We give a unified derivation of the propagator in the gauges $n.A=0$ for
$n^2$ timelike, spacelike or lightlike. We discuss the physical states
and other physical questions.

\vskip 15truemm
{\bf 1 Introduction}

Gauges of the type $n.A=0$ are widely used, with $n$ either timelike,
spacelike or lightlike. They often simplify calculations, and
give a  more direct physical  interpretation to Feynman
diagrams.
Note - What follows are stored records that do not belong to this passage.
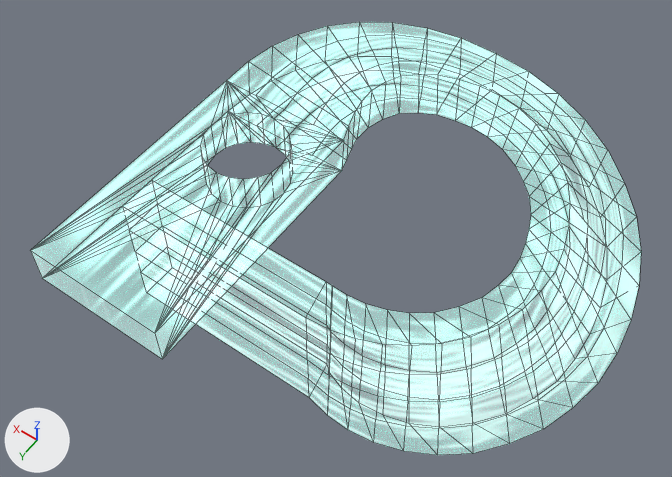
Before and after pictures for a commit that changed the FBX model GRAVYRINTH/Assets/RINCK/object/0_object4.fbx.
Both versions are drawn from a camera (50 mm lens) standing at (-0.757, 1.378, 1.991) and looking at (0.149, 0.11, -0.002). Arrows for +X, +Y and +Z are at lower left; the lights stay in place. Mesh edges are drawn as thin lines. Where no turn or scale is listed for an object, it has been applied to the vertices.

The older version as bpy lines, for what is in view:
```python
me_0_object4 = bpy.data.meshes.new('0_object4')
me_0_object4.from_pydata(...)  # 364 vertices, 391 faces; spans x -0.617..0.617, y -0.71..0.71, z -0.283..0.283
me_0_object4.materials.append(mat_aurablue)  # picture img_aurablue_png
# before: 1 (0.608, 0.71, 0.235), 2 (0.213, 0.71, 0.235), 5 (0.608, 0.71, 0.123), 6 (0.213, 0.71, 0.123)
ob_0_object4 = bpy.data.objects.new('0_object4', me_0_object4)
ob_0_object4.location = (0.0, 0.0, 0.0)
```
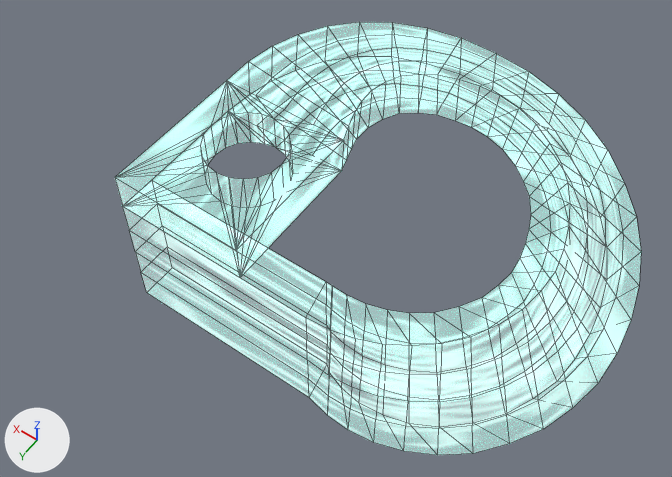
Patch to the scene script:
```diff
--- a/GRAVYRINTH/Assets/RINCK/object/0_object4.fbx.py
+++ b/GRAVYRINTH/Assets/RINCK/object/0_object4.fbx.py
@@ me_0_object4 @@
 # used by ob_0_object4; location = (0.0, 0.0, 0.0)
-me_0_object4.from_pydata(...)  # 364 vertices, 391 faces; spans x -0.617..0.617, y -0.71..0.71, z -0.283..0.283
+me_0_object4.from_pydata(...)  # 364 vertices, 391 faces; spans x -0.617..0.617, y -0.71..0.446, z -0.283..0.283
+# me_0_object4 part 1
+for i in [1, 2, 5, 6]: me_0_object4.vertices[i].co += Vector((0.0, -0.284, 0.0))
+# me_0_object4 part 2: texture (UV) coordinates of 389 of 391 faces, centred in x -0.589..0.611, y -0.679..0.71, z -0.274..0.266, changed; they spanned u 0.0..1.0, v 0.0..1.0 and now span u 0.0..1.0, v 0.0..1.0
 me_0_object4.materials.append(mat_aurablue)
```

What differs and where, as boxes (x1, y1, x2, y2) in the pictures (672 x 477 px; the box of a moved part takes in the faces that stretch with it):
'0_object4', reshaped (18% narrower)
    before: (74, 30, 638, 441)
    after: (161, 32, 622, 444)
part 1 of me_0_object4, moved or reshaped
    before: (74, 87, 332, 318)
    after: (163, 87, 335, 232)
part 2 of me_0_object4, surface changed
    before: (164, 30, 638, 441)
    after: (161, 32, 622, 444)

An example is the derivation of the Altarelli-Parisi equation
for deep inelastic scattering\defref\rgr{
R G Roberts, {\sl The structure of the proton},Cambridge University
Press (1990)
}, where the ladder graphs without crossed rungs
dominate,  or finite-temperature field theory where
the heat bath already breaks the Lorentz invariance\defref\heinz{
U Heinz, K Kajantie and T Toimela, Ann Phys 176 (1987) 218
}.
It is useful also to use an axial gauge for the renormalisation of
composite operators, to avoid mixing with non-gauge-invariant operators (which
in general contain ghosts)\defref\zero{
W Furmanski and R Petronzio, Physics Letters B97 (1980) 437;
W van Neerven, Z Phys C14 (1982) 241
}. But it has been surprisingly
difficult to derive correct perturbation theory for these gauges\defref\one{
S Carracciolo, G Curci and P Menotti, Physics Letters 113B (1982) 311
}\defref\two{
P V Landshof{}f, review talk in  Proc Workshop on Nonstandard
Gauges, Vienna 1989, Springer Lecture Notes in Physics
}. This is because the Feynman propagator naively is\footnote{$^{\dag}$}{
Our metric is (+,--,--,--), so that $k^2=k_0^2-\o ^2$, $n^2=1-\lambda ^2$,
$\k .\x =-k_1x^1-k_2x^2-k_3x^3$, and $n.k=k_0+\lambda k_3$.
Furthermore, $\k .\x =k^jx^j$ and $\pd _j\pd _j=\pd _1^2+\pd _2^2+\pd _3^2$}
$$
D_{\mu\nu}(k)=\left [-g_{\mu\nu}+{{k_{\mu}n_{\nu}+n_{\mu}k_{\nu}}\over{n.k}}
-n^2{{k_{\mu}k_{\nu}}\over{(n.k)^2}}\right ]{1\over{k^2+i\epsilon}}
\eqno(1.1)
$$
and one must decide how to integrate the pole and double pole at $n.k=0$.
In this note we shall show that, in the gauges $A_0+\lambda A_3=0$, for all
$\lambda$ and so regardless of whether $n$ is timelike,
spacelike or lightlike, straightforward canonical quantisation
leads to
$$
{{\hbox{``}}\atop{~}}{1\over{n.k}}{{\hbox{''}}\atop{~}}
={1\over{k_0+\lambda k_3 \pm i\epsilon /k_3}}
\eqno(1.2)
$$
with $\epsilon$ an infinitesimally small positive quantity.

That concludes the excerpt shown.